Projects for generating electricity dominate headlines and will contribute to achieving decarbonisation targets, but need the infrastructure in place to connect them with users.
UK energy regulator Ofgem’s new accelerated strategic transmission investment (ASTI) framework represents a huge opportunity to update the country’s grid to make it capable of connecting increasing numbers of renewable assets. If the UK, and by inference the transmission network operators (TNOs), are going to hit the government’s ambitious target of fully decarbonising the power system by 2035, then significant upgrades need to take place, at pace.
The existing process – the large onshore transmission investment (LOTI) framework – simply wasn’t going to allow the sector to evolve at the necessary speed. Rather than a project-by-project approval process, ASTI’s programmatic and proactive approach will mean that TNOs can accelerate the pace of investment into the grid at a time when it is desperately needed.
Ofgem has identified 26 projects to be taken on under the streamlined framework. The projects will be eligible for pre-construction funding, which allows developers to spend 2.5 per cent of the project’s forecasted total cost on activities undertaken before a planning permission application is submitted; 20 per cent of the project’s value will also be available as early construction funding for certain pre-agreed activities, such as land purchase and early procurement commitments. This will help the TNOs develop outline solutions and prepare the required planning applications more quickly, reducing the risk of delay and refusal.
The ASTI framework should be seen as a positive step forward, both for the supply chain and for the grid itself. It will allow TNOs to be more proactive in enabling developments to go ahead, while minimising the number of hurdles and barriers towards investment in grid upgrades. The ASTI framework will increase certainty of investment, which will create more space for the supply chain to grow.
What many in the industry were struggling to handle was the stop-start nature of projects. Under LOTI it could be two years before projects were sanctioned. That simply isn’t sustainable if you want to build up meaningful capacity in the supply chain – 2.5 per cent and then 20 per cent may not sound like an enormous amount on the face of it, but it will be really helpful in addressing those issues. It will be much easier to do enabling work that previously had to be done ‘at risk’ before approval and with no guarantee that the initial spending would be recouped.
For those of us in the supply chain, it will mean that we can be engaged earlier in the process, putting us in a better position to offer more innovation and more constructible solutions.
Overall, the whole process will be more streamlined. Before ASTI, TNOs would develop a concept design before asking a contractor to complete the detailed design and then build it. With ASTI, the supply chain will be in a position to be engaged much earlier and develop an optimum design that considers every aspect of the project, including the visual impact on the landscape and the community hosting the new assets. This is a much smoother, more efficient and integrated way of working, meaning everyone will be better aligned.
ASTI will play to the strengths of the most innovative firms which develop engineering-led solutions.

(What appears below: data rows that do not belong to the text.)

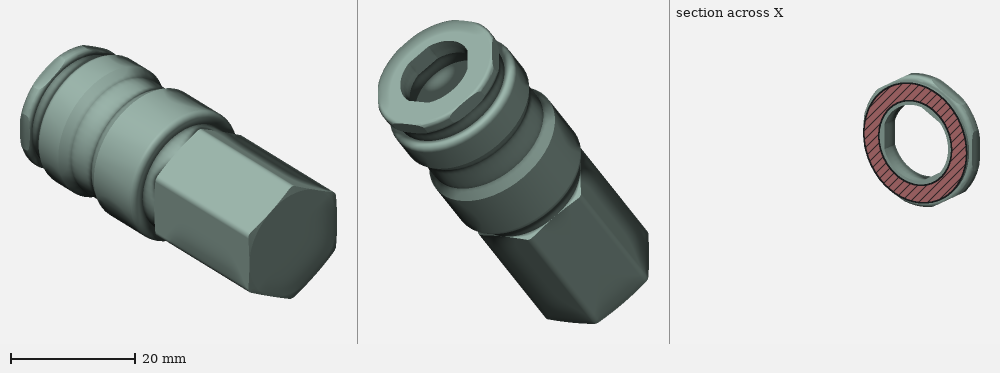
import cadquery as cq
import math

TOTAL_LENGTH = 54.5
COLLAR_LENGTH = 2.5
SLEEVE_START = 5.2
SLEEVE_END = 28.65
HEX_START = 31.45

COLLAR_DIAMETER = 22.0
COLLAR_ACROSS_FLATS = 21.0
COLLAR_FILLET = 0.75

FRONT_NECK_DIAMETER = 20.0
BARREL_DIAMETER = 18.95

HEX_ACROSS_FLATS = 18.95
HEX_CORNER_RADIUS = 1.1
HEX_CHAMFER_ANGLE = 13.0

SOCKET_DIAMETER = 12.7
SOCKET_FLAT_DISTANCE = 6.0
SOCKET_FLAT_COUNT = 3
SOCKET_LIP_DEPTH = 3.15
CHAMBER_DIAMETER = 14.0
SOCKET_DEPTH = 6.1

SLEEVE_DIAMETER = 23.15
SLEEVE_FILLET = 1.0
WAIST_DIAMETER = 21.0
WAIST_START = 12.4
WAIST_END = 17.3
WAIST_SLOPE = 30.0


def rod(start, end, diameter):
    """Cylinder on the X axis between two stations."""
    return cq.Workplane("YZ", origin=(start, 0, 0)).circle(diameter / 2).extrude(end - start)


def hex_prism(start, end, across_flats):
    """Hexagonal bar on the X axis with flats facing +Y and -Y."""
    across_corners = across_flats / math.cos(math.radians(30))
    return (
        cq.Workplane("YZ", origin=(start, 0, 0))
        .transformed(rotate=(0, 0, 90))
        .polygon(6, across_corners)
        .extrude(end - start)
    )


def make_collar():
    """Round-edged disc with six flats."""
    disc = rod(0, COLLAR_LENGTH, COLLAR_DIAMETER).edges("%CIRCLE").fillet(COLLAR_FILLET)
    return disc.intersect(hex_prism(0, COLLAR_LENGTH, COLLAR_ACROSS_FLATS))


def make_rear_hex():
    """Hexagon with rounded corners and a conical chamfer at both ends."""
    bar = hex_prism(HEX_START, TOTAL_LENGTH, HEX_ACROSS_FLATS).edges("|X").fillet(HEX_CORNER_RADIUS)
    end_radius = HEX_ACROSS_FLATS / 2
    corner_radius = end_radius / math.cos(math.radians(30))
    chamfer_length = (corner_radius - end_radius) * math.tan(math.radians(HEX_CHAMFER_ANGLE))
    envelope = (
        cq.Workplane("XY")
        .moveTo(HEX_START, 0)
        .lineTo(HEX_START, end_radius)
        .lineTo(HEX_START + chamfer_length, corner_radius)
        .lineTo(TOTAL_LENGTH - chamfer_length, corner_radius)
        .lineTo(TOTAL_LENGTH, end_radius)
        .lineTo(TOTAL_LENGTH, 0)
        .close()
        .revolve(360, (0, 0, 0), (1, 0, 0))
    )
    return bar.intersect(envelope)


def make_socket():
    """Socket space: a lip bore with three flats, then a wider round chamber."""
    lip = rod(0, SOCKET_LIP_DEPTH, SOCKET_DIAMETER)
    for index in range(SOCKET_FLAT_COUNT):
        beyond_flat = (
            cq.Workplane("XY")
            .box(SOCKET_LIP_DEPTH, SOCKET_DIAMETER, SOCKET_DIAMETER, centered=(False, False, True))
            .translate((0, SOCKET_FLAT_DISTANCE, 0))
            .rotate((0, 0, 0), (1, 0, 0), 180 + index * 360 / SOCKET_FLAT_COUNT)
        )
        lip = lip.cut(beyond_flat)
    return lip.union(rod(SOCKET_LIP_DEPTH, SOCKET_DEPTH, CHAMBER_DIAMETER))


def make_core():
    """Inner body: collar, front neck, barrel under the sleeve, and rear hexagon."""
    front_neck = rod(COLLAR_LENGTH, SLEEVE_START, FRONT_NECK_DIAMETER)
    barrel = rod(SLEEVE_START, HEX_START, BARREL_DIAMETER)
    solid_core = make_collar().union(front_neck).union(barrel).union(make_rear_hex())
    return solid_core.cut(make_socket())


def make_sleeve():
    """Outer sleeve with a waist, sliding on the barrel."""
    outer_radius = SLEEVE_DIAMETER / 2
    waist_radius = WAIST_DIAMETER / 2
    bore_radius = BARREL_DIAMETER / 2
    slope_length = (outer_radius - waist_radius) / math.tan(math.radians(WAIST_SLOPE))
    blank = (
        cq.Workplane("XY")
        .moveTo(SLEEVE_START, bore_radius)
        .lineTo(SLEEVE_START, outer_radius)
        .lineTo(WAIST_START - slope_length, outer_radius)
        .lineTo(WAIST_START, waist_radius)
        .lineTo(WAIST_END, waist_radius)
        .lineTo(WAIST_END + slope_length, outer_radius)
        .lineTo(SLEEVE_END, outer_radius)
        .lineTo(SLEEVE_END, bore_radius)
        .close()
        .revolve(360, (0, 0, 0), (1, 0, 0))
    )
    end_rims = blank.faces("<X or >X").edges(cq.selectors.RadiusNthSelector(-1))
    return end_rims.fillet(SLEEVE_FILLET)


core = make_core()
sleeve = make_sleeve()

result = cq.Compound.makeCompound([core.val(), sleeve.val()])

It is only through better engineering that the ASTI projects can be delivered more efficiently and at lower outturn cost. The earlier that firms like Burns & McDonnell can be involved in the scoping and design of a project, the more value we can unlock for the client, as innovation maximises efficiency. The only way to deliver lower costs and faster builds is to design a different solution, use the latest digital approaches and take this engineering-led approach into the construction phase.
One example of a benefit from this engineering-led model is greater environmental sustainability. Reducing carbon is a case in point. We have to consider carbon during the design phase, but if we are involved too late we have limited options for adjusting the design to incorporate a low-carbon solution. Now, we can be more involved in considering carbon earlier in the process, giving us more time to develop ways to both reduce carbon in terms of scope 1, 2 and 3 emissions.
Meaningful decarbonisation of the whole power sector will only take place if the grid is ready to accept new renewable forms of energy. New projects for generating electricity often dominate the headlines, and they are hugely important, but if there is no way of allowing people and businesses to access that power, then it won’t be much use. ASTI will mean that all the talent and ingenuity within the supply chain will be available to get the grid ready for net zero.
Jonathan Chapman is UK managing director of Burns & McDonnell.